DATASET RECORDS

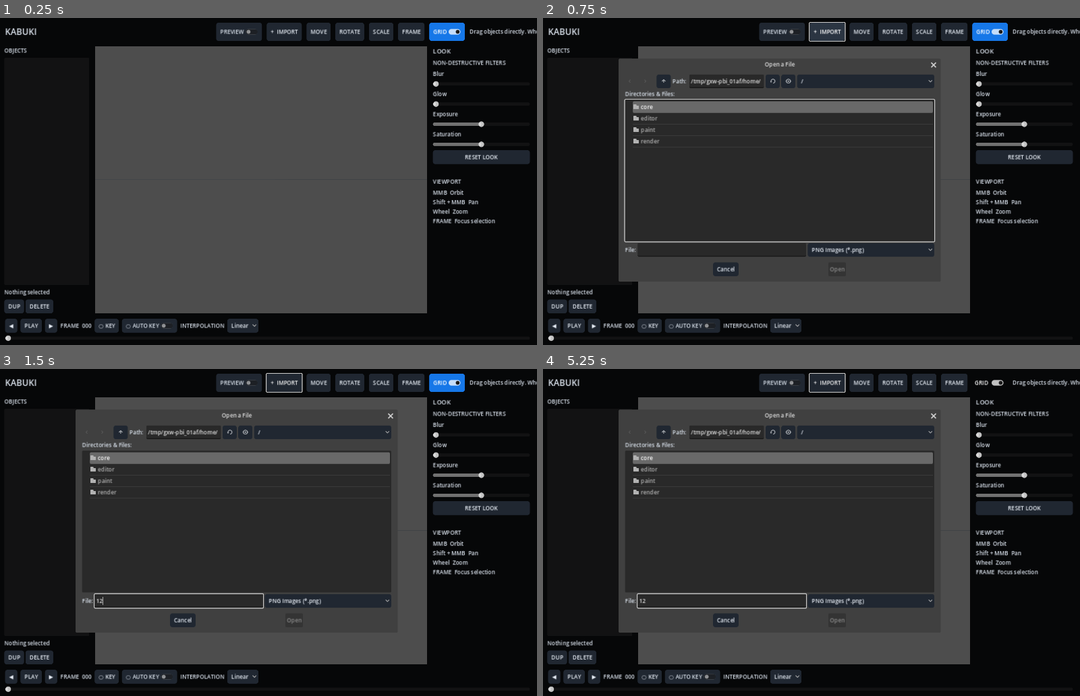
Above: before the commit, frames 1-4 (two rows, left to right).
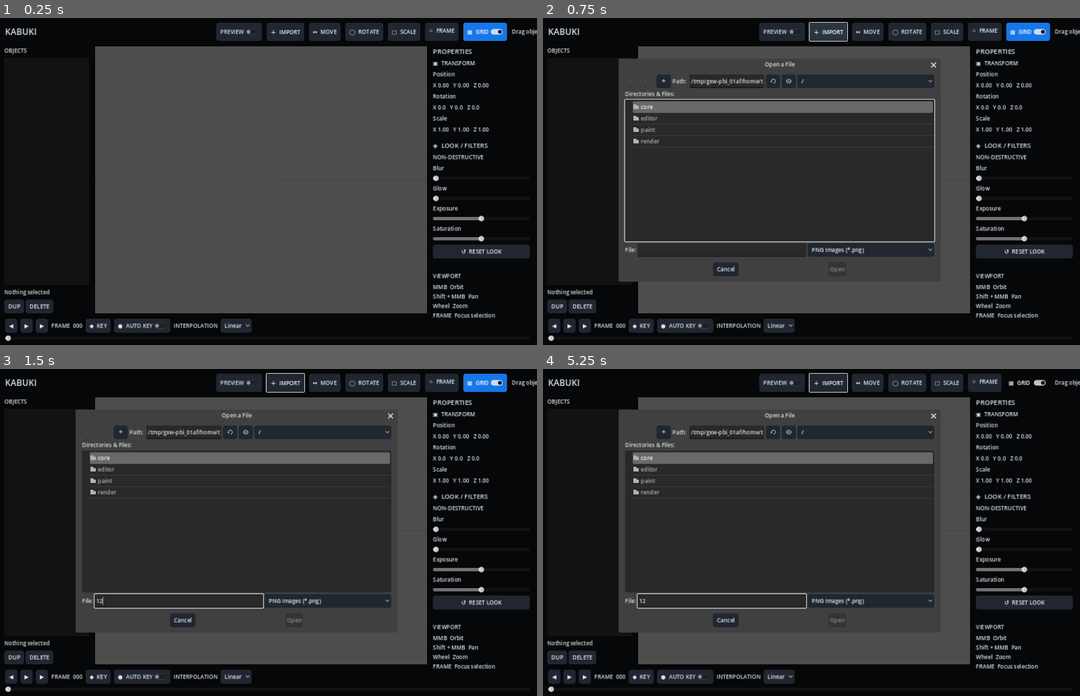
Above: after the commit, the same moments.

Repository: Onnevan/Kabuki
Game: Godot game, scene res://editor/main.tscn
Two runs of this game, one before a commit and one after it. Both use one fixed random seed, a clock stepped at 60 frames per second and the inputs below.
Inputs (mouse positions are in pixels of both pictures, inside the frame that each line leads up to):
- Up to frame 1 (0.25 s): no input
- Up to frame 2 (0.75 s): click "+ IMPORT" (after the commit: "＋ IMPORT") at 0.5 s
- Up to frame 3 (1.5 s): click (177, 601) at 1.27 s; type "12" at 1.35 s
- Up to frame 4 (5.25 s): click "MOVE" (after the commit: "↔ MOVE") at 2 s; click "ROTATE" (after the commit: "◯ ROTATE") at 2.75 s; click "SCALE" (after the commit: "□ SCALE") at 3.5 s; click "FRAME" (after the commit: "⌖ FRAME") at 4.25 s; click "GRID" (after the commit: "▦ GRID") at 5 s

The runs differ from the first frame. In frame 1, 5.8% of the frame differs, in the area x 4-100%, y 1-97%; in frame 2, 5.9%; in frame 3, 5.9%; in frame 4, 5.5%.
Error in both runs: Invalid call. Nonexistent function 'clear' in base 'TabBar'. (res://editor/main.gd:227)

Commit message:
Bring workspace UI closer to approved Kabuki mockup

Diff:
--- a/editor/main.tscn
+++ b/editor/main.tscn
@@ -1,9 +1,10 @@
-[gd_scene load_steps=5 format=3]
+[gd_scene load_steps=6 format=3]
 
 [ext_resource path="res://editor/main.gd" type="Script" id="1"]
 [ext_resource path="res://editor/editor_camera_rig.gd" type="Script" id="2"]
 [ext_resource path="res://editor/transform_gizmo.gd" type="Script" id="3"]
 [ext_resource path="res://editor/world_grid.gd" type="Script" id="4"]
+[ext_resource path="res://editor/kabuki_theme.gd" type="Script" id="5"]
 
 [node name="Main" type="Control"]
 layout_mode=3
@@ -38,18 +39,18 @@
 unique_name_in_owner=true
 text="PREVIEW"
 [node name="Import" type="Button" parent="TopBar"]
-text="+  IMPORT"
+text="＋  IMPORT"
 [node name="MoveTool" type="Button" parent="TopBar"]
-text="MOVE"
+text="↔  MOVE"
 [node name="RotateTool" type="Button" parent="TopBar"]
-text="ROTATE"
+text="◯  ROTATE"
 [node name="ScaleTool" type="Button" parent="TopBar"]
-text="SCALE"
+text="□  SCALE"
 [node name="FrameSelected" type="Button" parent="TopBar"]
-text="FRAME"
+text="⌖  FRAME"
 [node name="GridToggle" type="CheckButton" parent="TopBar"]
 unique_name_in_owner=true
-text="GRID"
+text="▦  GRID"
 button_pressed=true
 [node name="Status" type="Label" parent="TopBar"]
 unique_name_in_owner=true
@@ -116,10 +117,31 @@
 offset_bottom=748.0
 theme_override_constants/separation=7
 [node name="Properties" type="Label" parent="RightPanel"]
-text="LOOK"
+text="PROPERTIES"
+theme_override_font_sizes/font_size=17
+[node name="ObjectSection" type="Label" parent="RightPanel"]
+text="▣  TRANSFORM"
+[node name="PosLabel" type="Label" parent="RightPanel"]
+text="Position"
+[node name="PosValue" type="Label" parent="RightPanel"]
+unique_name_in_owner=true
+text="X 0.00   Y 0.00   Z 0.00"
+[node name="RotLabel" type="Label" parent="RightPanel"]
+text="Rotation"
+[node name="RotValue" type="Label" parent="RightPanel"]
+unique_name_in_owner=true
+text="X 0.0   Y 0.0   Z 0.0"
+[node name="ScaleLabel" type="Label" parent="RightPanel"]
+text="Scale"
+[node name="ScaleValue" type="Label" parent="RightPanel"]
+unique_name_in_owner=true
+text="X 1.00   Y 1.00   Z 1.00"
+[node name="Divider" type="HSeparator" parent="RightPanel"]
+[node name="LookTitle" type="Label" parent="RightPanel"]
+text="◈  LOOK / FILTERS"
 theme_override_font_sizes/font_size=16
 [node name="Hint" type="Label" parent="RightPanel"]
-text="NON-DESTRUCTIVE FILTERS"
+text="NON-DESTRUCTIVE"
 [node name="BlurText" type="Label" parent="RightPanel"]
 text="Blur"
 [node name="Blur" type="HSlider" parent="RightPanel"]
@@ -147,7 +169,7 @@
 step=0.05
 value=1.0
 [node name="ResetFilters" type="Button" parent="RightPanel"]
-text="RESET LOOK"
+text="↺  RESET LOOK"
 [node name="Spacer" type="Control" parent="RightPanel"]
 custom_minimum_size=Vector2(0,20)
 [node name="NavTitle" type="Label" parent="RightPanel"]
@@ -167,7 +189,7 @@
 text="◀"
 [node name="PlayButton" type="Button" parent="Bottom/Transport"]
 unique_name_in_owner=true
-text="PLAY"
+text="▶"
 [node name="Next" type="Button" parent="Bottom/Transport"]
 text="▶"
 [node name="FrameText" type="Label" parent="Bottom/Transport"]
@@ -176,10 +198,10 @@
 unique_name_in_owner=true
 text="000"
 [node name="Key" type="Button" parent="Bottom/Transport"]
-text="○ KEY"
+text="◆  KEY"
 [node name="AutoKey" type="CheckButton" parent="Bottom/Transport"]
 unique_name_in_owner=true
-text="○ AUTO KEY"
+text="●  AUTO KEY"
 [node name="InterpText" type="Label" parent="Bottom/Transport"]
 text="INTERPOLATION"
 [node name="Interpolation" type="OptionButton" parent="Bottom/Transport"]

BRIEF
Apart from the images, print all the material above exactly as given.

RESULT OF THE TASK
Above: before the commit, frames 1-4 (two rows, left to right).
Above: after the commit, the same moments.

Repository: Onnevan/Kabuki
Game: Godot game, scene res://editor/main.tscn
Two runs of this game, one before a commit and one after it. Both use one fixed random seed, a clock stepped at 60 frames per second and the inputs below.
Inputs (mouse positions are in pixels of both pictures, inside the frame that each line leads up to):
- Up to frame 1 (0.25 s): no input
- Up to frame 2 (0.75 s): click "+ IMPORT" (after the commit: "＋ IMPORT") at 0.5 s
- Up to frame 3 (1.5 s): click (177, 601) at 1.27 s; type "12" at 1.35 s
- Up to frame 4 (5.25 s): click "MOVE" (after the commit: "↔ MOVE") at 2 s; click "ROTATE" (after the commit: "◯ ROTATE") at 2.75 s; click "SCALE" (after the commit: "□ SCALE") at 3.5 s; click "FRAME" (after the commit: "⌖ FRAME") at 4.25 s; click "GRID" (after the commit: "▦ GRID") at 5 s

The runs differ from the first frame. In frame 1, 5.8% of the frame differs, in the area x 4-100%, y 1-97%; in frame 2, 5.9%; in frame 3, 5.9%; in frame 4, 5.5%.
Error in both runs: Invalid call. Nonexistent function 'clear' in base 'TabBar'. (res://editor/main.gd:227)

Commit message:
Bring workspace UI closer to approved Kabuki mockup

Diff:
--- a/editor/main.tscn
+++ b/editor/main.tscn
@@ -1,9 +1,10 @@
-[gd_scene load_steps=5 format=3]
+[gd_scene load_steps=6 format=3]
 
 [ext_resource path="res://editor/main.gd" type="Script" id="1"]
 [ext_resource path="res://editor/editor_camera_rig.gd" type="Script" id="2"]
 [ext_resource path="res://editor/transform_gizmo.gd" type="Script" id="3"]
 [ext_resource path="res://editor/world_grid.gd" type="Script" id="4"]
+[ext_resource path="res://editor/kabuki_theme.gd" type="Script" id="5"]
 
 [node name="Main" type="Control"]
 layout_mode=3
@@ -38,18 +39,18 @@
 unique_name_in_owner=true
 text="PREVIEW"
 [node name="Import" type="Button" parent="TopBar"]
-text="+  IMPORT"
+text="＋  IMPORT"
 [node name="MoveTool" type="Button" parent="TopBar"]
-text="MOVE"
+text="↔  MOVE"
 [node name="RotateTool" type="Button" parent="TopBar"]
-text="ROTATE"
+text="◯  ROTATE"
 [node name="ScaleTool" type="Button" parent="TopBar"]
-text="SCALE"
+text="□  SCALE"
 [node name="FrameSelected" type="Button" parent="TopBar"]
-text="FRAME"
+text="⌖  FRAME"
 [node name="GridToggle" type="CheckButton" parent="TopBar"]
 unique_name_in_owner=true
-text="GRID"
+text="▦  GRID"
 button_pressed=true
 [node name="Status" type="Label" parent="TopBar"]
 unique_name_in_owner=true
@@ -116,10 +117,31 @@
 offset_bottom=748.0
 theme_override_constants/separation=7
 [node name="Properties" type="Label" parent="RightPanel"]
-text="LOOK"
+text="PROPERTIES"
+theme_override_font_sizes/font_size=17
+[node name="ObjectSection" type="Label" parent="RightPanel"]
+text="▣  TRANSFORM"
+[node name="PosLabel" type="Label" parent="RightPanel"]
+text="Position"
+[node name="PosValue" type="Label" parent="RightPanel"]
+unique_name_in_owner=true
+text="X 0.00   Y 0.00   Z 0.00"
+[node name="RotLabel" type="Label" parent="RightPanel"]
+text="Rotation"
+[node name="RotValue" type="Label" parent="RightPanel"]
+unique_name_in_owner=true
+text="X 0.0   Y 0.0   Z 0.0"
+[node name="ScaleLabel" type="Label" parent="RightPanel"]
+text="Scale"
+[node name="ScaleValue" type="Label" parent="RightPanel"]
+unique_name_in_owner=true
+text="X 1.00   Y 1.00   Z 1.00"
+[node name="Divider" type="HSeparator" parent="RightPanel"]
+[node name="LookTitle" type="Label" parent="RightPanel"]
+text="◈  LOOK / FILTERS"
 theme_override_font_sizes/font_size=16
 [node name="Hint" type="Label" parent="RightPanel"]
-text="NON-DESTRUCTIVE FILTERS"
+text="NON-DESTRUCTIVE"
 [node name="BlurText" type="Label" parent="RightPanel"]
 text="Blur"
 [node name="Blur" type="HSlider" parent="RightPanel"]
@@ -147,7 +169,7 @@
 step=0.05
 value=1.0
 [node name="ResetFilters" type="Button" parent="RightPanel"]
-text="RESET LOOK"
+text="↺  RESET LOOK"
 [node name="Spacer" type="Control" parent="RightPanel"]
 custom_minimum_size=Vector2(0,20)
 [node name="NavTitle" type="Label" parent="RightPanel"]
@@ -167,7 +189,7 @@
 text="◀"
 [node name="PlayButton" type="Button" parent="Bottom/Transport"]
 unique_name_in_owner=true
-text="PLAY"
+text="▶"
 [node name="Next" type="Button" parent="Bottom/Transport"]
 text="▶"
 [node name="FrameText" type="Label" parent="Bottom/Transport"]
@@ -176,10 +198,10 @@
 unique_name_in_owner=true
 text="000"
 [node name="Key" type="Button" parent="Bottom/Transport"]
-text="○ KEY"
+text="◆  KEY"
 [node name="AutoKey" type="CheckButton" parent="Bottom/Transport"]
 unique_name_in_owner=true
-text="○ AUTO KEY"
+text="●  AUTO KEY"
 [node name="InterpText" type="Label" parent="Bottom/Transport"]
 text="INTERPOLATION"
 [node name="Interpolation" type="OptionButton" parent="Bottom/Transport"]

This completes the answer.